In the paper, mention of evolution is limited to beak length between hummingbirds, not the origin of the hummingbirds or birds from ancestors. There are no phylogenetic trees shown, or mentions of mutation or natural selection other than one passing reference to “selective forces” affecting beak length, a microevolutionary issue.

Hummingbird eggs with dime for comparison (DFC). Into those tiny eggs is packed all the code to make a magnificent flyer and nectar feeder.

Creationists accept variation within created kinds, so the paper is not arguing for Darwinian macroevolution.
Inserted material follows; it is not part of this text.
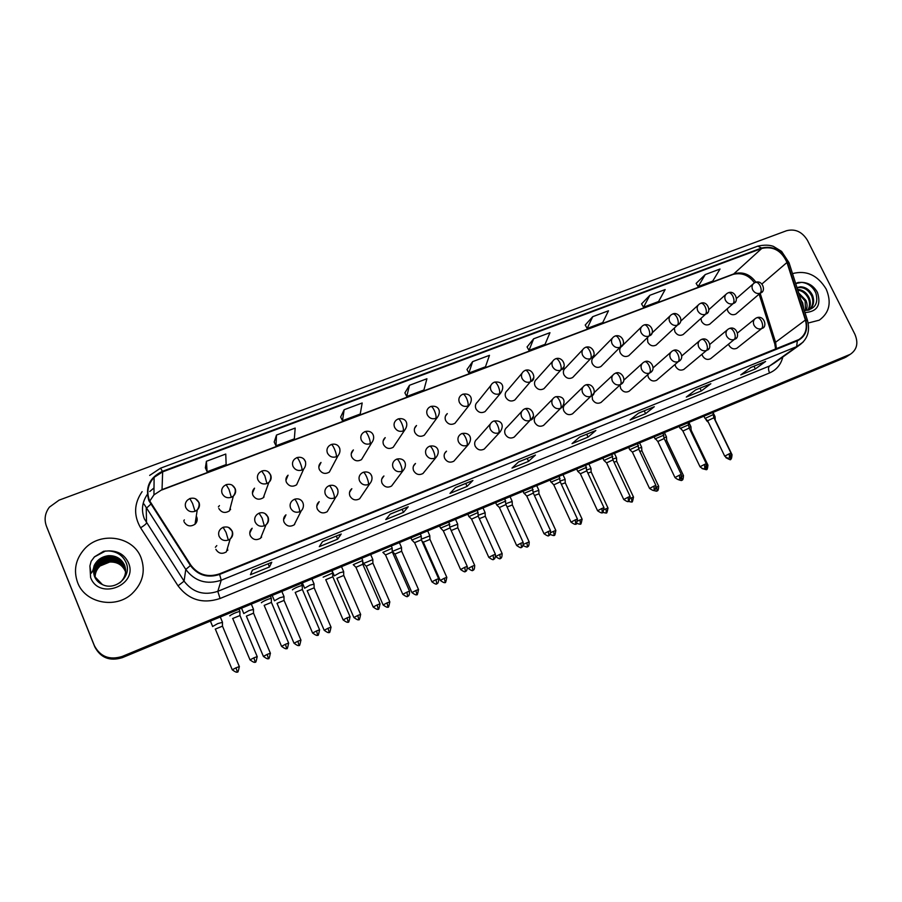 <?xml version="1.0" encoding="UTF-8"?>
<svg xmlns="http://www.w3.org/2000/svg" width="902" height="902" viewBox="0 0 902 902"><rect width="100%" height="100%" fill="white"/><g stroke="black" fill="none" stroke-linecap="round" stroke-linejoin="round"><path stroke-width="1.35" d="M249.764 533.093L252.165 528.234C249.877 530.297 249.245 532.766 250.26 535.653C252.831 539.802 256.258 540.67 260.554 538.257L265.989 524.863C268.458 522.709 269.146 520.093 268.052 517.026L265.256 513.836M284.141 518.808L285.968 514.828C283.668 516.857 283.025 519.315 284.062 522.213C286.577 526.283 289.937 527.174 294.142 524.874L301.178 510.938L299.611 511.817C299.881 510.577 299.227 508.029 297.649 504.162C296.172 500.869 295.089 499.246 294.402 499.302C302.395 496.765 306.161 505.774 301.178 510.938M316.929 505.774L319.195 501.647C316.873 503.643 316.241 506.101 317.29 509.01C319.759 513.001 323.051 513.914 327.167 511.716L335.747 497.261L334.281 498.073C334.653 496.799 334.044 494.251 332.477 490.429C330.989 487.181 329.861 485.592 329.095 485.682L327.381 486.708C324.957 488.805 324.292 491.364 325.397 494.397C327.392 497.972 330.357 499.201 334.281 498.073M349.525 492.379L351.836 488.704C349.514 490.665 348.882 493.112 349.942 496.021C352.366 499.956 355.602 500.869 359.627 498.772L369.707 483.822L368.332 484.577C368.794 483.28 368.242 480.732 366.686 476.944C365.197 473.73 364.025 472.174 363.168 472.298L361.533 473.279C359.097 475.331 358.444 477.88 359.56 480.924C361.544 484.453 364.476 485.671 368.332 484.577M381.749 479.097L383.925 475.974C381.602 477.913 380.982 480.349 382.053 483.258C384.444 487.125 387.612 488.061 391.558 486.043L393.734 483.134M413.443 466.131L415.484 463.47C413.161 465.376 412.541 467.788 413.623 470.709C415.969 474.52 419.092 475.455 422.959 473.516L424.977 471.047M444.618 453.458L446.501 451.18C444.19 453.052 443.581 455.454 444.663 458.363C446.986 462.117 450.053 463.064 453.853 461.193L455.702 459.073M490.395 423.929L477.011 439.082C474.711 440.931 474.102 443.322 475.196 446.231C477.496 449.929 480.507 450.876 484.227 449.072L485.93 447.245M521.807 411.368L507.025 427.198C504.725 429.014 504.128 431.382 505.233 434.279C507.499 437.932 510.464 438.891 514.129 437.154L515.685 435.553M552.678 399.067L536.543 415.506C534.266 417.299 533.68 419.644 534.785 422.531C537.028 426.139 539.948 427.097 543.534 425.417L544.966 424.019M583.019 387.003L565.588 403.995C563.322 405.765 562.747 408.087 563.863 410.974C566.084 414.525 568.959 415.495 572.477 413.86L573.796 412.631M592.073 395.628L592.479 399.597C594.677 403.104 597.507 404.073 600.969 402.495L602.175 401.401M620.08 385.267L620.644 388.401C622.82 391.874 625.605 392.832 629.01 391.31L630.126 390.329M647.76 374.939L648.369 377.386C650.522 380.802 653.262 381.772 656.611 380.294L657.637 379.415M675.091 364.645L675.654 366.528C677.785 369.91 680.503 370.891 683.784 369.448L684.742 368.659M702.027 354.418L702.523 355.85C704.642 359.199 707.315 360.169 710.539 358.759L711.43 358.049M728.579 344.271L728.985 345.331C731.082 348.634 733.721 349.604 736.889 348.24L737.712 347.597M215.871 549.318C218.487 553.546 221.993 554.403 226.379 551.866L230.157 539.035C232.615 536.837 233.302 534.221 232.22 531.165L228.725 527.591M218.803 508.469C221.531 512.753 225.083 513.554 229.469 510.848L233.359 496.089C235.591 493.946 236.189 491.443 235.151 488.58L232.434 485.445M252.413 493.27L254.544 488.162C252.459 490.181 251.906 492.537 252.898 495.254C255.559 499.46 259.032 500.283 263.328 497.712L268.852 482.435C271.107 480.326 271.705 477.834 270.656 474.948L268.593 472.276M286.216 479.684L288.065 475.196C285.957 477.181 285.393 479.537 286.396 482.277C289.001 486.403 292.406 487.249 296.611 484.802L303.703 469.029L301.922 470.066C302.193 468.713 301.55 466.12 299.983 462.298C298.551 459.129 297.491 457.585 296.792 457.664C304.335 455.431 308.349 463.2 303.703 469.029M318.823 466.898L321.011 462.444C318.88 464.406 318.316 466.762 319.331 469.514C321.89 473.573 325.227 474.429 329.343 472.096L337.957 455.848L336.277 456.807C336.649 455.431 336.063 452.849 334.495 449.061C333.063 445.926 331.959 444.415 331.169 444.517L329.219 445.746C326.986 447.787 326.411 450.245 327.471 453.12C329.455 456.649 332.387 457.878 336.277 456.807M351.239 453.74L353.392 449.929C351.239 451.857 350.686 454.202 351.712 456.964C354.215 460.956 357.496 461.824 361.522 459.592L371.601 442.893L370.023 443.784C370.497 442.375 369.955 439.804 368.399 436.049C366.956 432.949 365.806 431.472 364.949 431.607L363.078 432.768C360.834 434.787 360.248 437.233 361.33 440.12C363.303 443.615 366.201 444.833 370.023 443.784M383.158 440.886L385.222 437.617C383.068 439.522 382.504 441.867 383.553 444.63C386.011 448.553 389.224 449.444 393.182 447.302L395.256 444.201M414.559 428.349L416.521 425.518C414.368 427.401 413.804 429.724 414.852 432.498C417.288 436.354 420.433 437.256 424.312 435.204L426.263 432.543M445.464 416.081L447.302 413.623C445.148 415.472 444.596 417.795 445.656 420.569C448.046 424.368 451.147 425.282 454.946 423.297L456.762 420.986M490.891 385.368L477.575 401.931C475.422 403.758 474.88 406.058 475.94 408.832C478.308 412.575 481.352 413.488 485.073 411.583L486.764 409.576M522.033 373.214L507.352 390.431C505.21 392.223 504.669 394.512 505.74 397.286C508.074 400.973 511.073 401.897 514.726 400.06L516.294 398.301M552.644 361.319L536.656 379.111C534.514 380.881 533.984 383.147 535.066 385.921C537.366 389.563 540.321 390.487 543.906 388.717L545.36 387.161M582.748 349.649L565.486 367.971C563.355 369.719 562.837 371.974 563.919 374.736C566.197 378.333 569.094 379.268 572.623 377.543L573.976 376.168M612.334 338.194L593.866 357.023C591.746 358.737 591.227 360.969 592.321 363.731C594.576 367.272 597.428 368.219 600.89 366.55L602.141 365.333M641.435 326.952L621.794 346.233C619.685 347.924 619.178 350.145 620.283 352.907C622.504 356.403 625.323 357.339 628.717 355.738L629.878 354.633M647.489 337.946L647.805 342.241C650.004 345.692 652.777 346.639 656.115 345.083L657.186 344.09M674.358 328.351L674.899 331.744C677.075 335.149 679.804 336.096 683.096 334.586L684.088 333.695M700.967 318.677L701.576 321.405C703.74 324.765 706.435 325.723 709.66 324.246L710.584 323.446M727.249 309.014L727.858 311.224C729.989 314.55 732.649 315.497 735.829 314.076L736.686 313.344M184.121 521.908C186.906 526.294 190.547 527.05 195.035 524.197C197.121 522.123 197.685 519.732 196.715 517.026L196.275 516.169M196.084 521.052L196.467 522.371L196.084 521.052M612.841 375.164L593.911 392.855M77.628 582.591C85.014 603.021 115.309 609.188 131.805 593.888C142.73 583.38 145.808 571.327 141.05 557.718C133.192 536.228 100.19 531.053 84.348 549.149C75.576 559.24 73.333 570.391 77.628 582.591C85.014 603.021 115.309 609.188 131.805 593.888C142.73 583.38 145.808 571.327 141.05 557.718C133.192 536.228 100.19 531.053 84.348 549.149C75.576 559.24 73.333 570.391 77.628 582.591M808.169 323.029L819.275 320.165C829.49 312.746 831.779 302.362 826.142 289.001C817.595 275.099 806.388 269.969 792.508 273.61C806.388 269.969 817.595 275.099 826.142 289.001C831.779 302.362 829.49 312.746 819.275 320.165L808.169 323.029M149.439 500.486C146.338 491.928 147.894 484.216 154.107 477.35L162.653 471.847L761.773 248.445C773.228 245.953 781.628 250.621 786.972 262.482L805.385 320.03C807.651 328.621 805.509 335.116 798.947 339.524L219.378 573.909C207.697 577.686 198.203 574.799 190.92 565.25L149.439 500.486M148.898 500.7L190.423 565.554C197.888 575.341 207.618 578.306 219.603 574.427L797.345 340.843C805.43 336.739 808.248 329.771 805.802 319.962L787.39 262.403C781.91 250.26 773.307 245.468 761.559 248.027L162.439 471.329C149.495 477.598 144.985 487.384 148.898 500.7M46.893 527.411L94.8 646.892C100.663 657.908 109.852 661.482 122.401 657.626L844.644 357.767L849.616 354.734L122.289 657.039L850.259 354.317C857.001 349.705 858.546 343.031 854.904 334.292L807.47 240.36C802.182 231.78 795.226 228.567 786.6 230.709L59.058 500.159L49.373 507.161C44.976 513.103 43.995 519.439 46.43 526.17L94.36 645.629C100.269 656.735 109.537 660.343 122.176 656.453L849.075 354.881M94.8 646.892L94.586 646.272C100.46 657.321 109.694 660.918 122.289 657.039C109.694 660.918 100.46 657.321 94.586 646.272L46.836 527.253L94.36 645.629M705.24 274.569L698.114 286.611L712.715 281.108L720.033 269.022L705.24 274.569L696.141 283.397M649.88 295.292L643.521 307.199L658.573 301.527L665.157 289.565L649.88 295.292L641.57 303.906M585.218 325.036L592.715 316.681L587.168 328.441L585.218 325.036M533.657 338.791L528.989 350.382L545.045 344.327L549.961 332.691L533.657 338.791L527.084 346.943M206.4 461.294L207.122 471.735L226.143 464.564L225.759 454.044L206.4 461.294L205.374 467.879M276.497 435.057L275.978 445.78L294.345 438.857L295.18 428.067L276.497 435.057L274.197 442.003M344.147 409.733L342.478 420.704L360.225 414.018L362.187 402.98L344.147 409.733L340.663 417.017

We appreciate this cutting-edge research on hummingbirds by Rico-Guevara and team. They point out that the top and bottom of the bill are tightly matched with the tongue for the function of transporting the nectar load gathered by the nectar trap in the tongue. They also note that retrieval is very rapid: 20 milliseconds, or 2/100ths of a second—similar to the blink of an eye. This all happens as the wings are beating at 500 times a second, allowing the bird to hover in position.

As Paul Nelson says in the film Flight: The Genius of Birds, hummingbirds are like jewels with their brilliant colors. People are rightly fascinated with them and wish to attract the miniature birds with feeders. Nelson says we respond to hummingbirds at a higher level than mere rationality—not irrational, but as if admiring the work of an artist.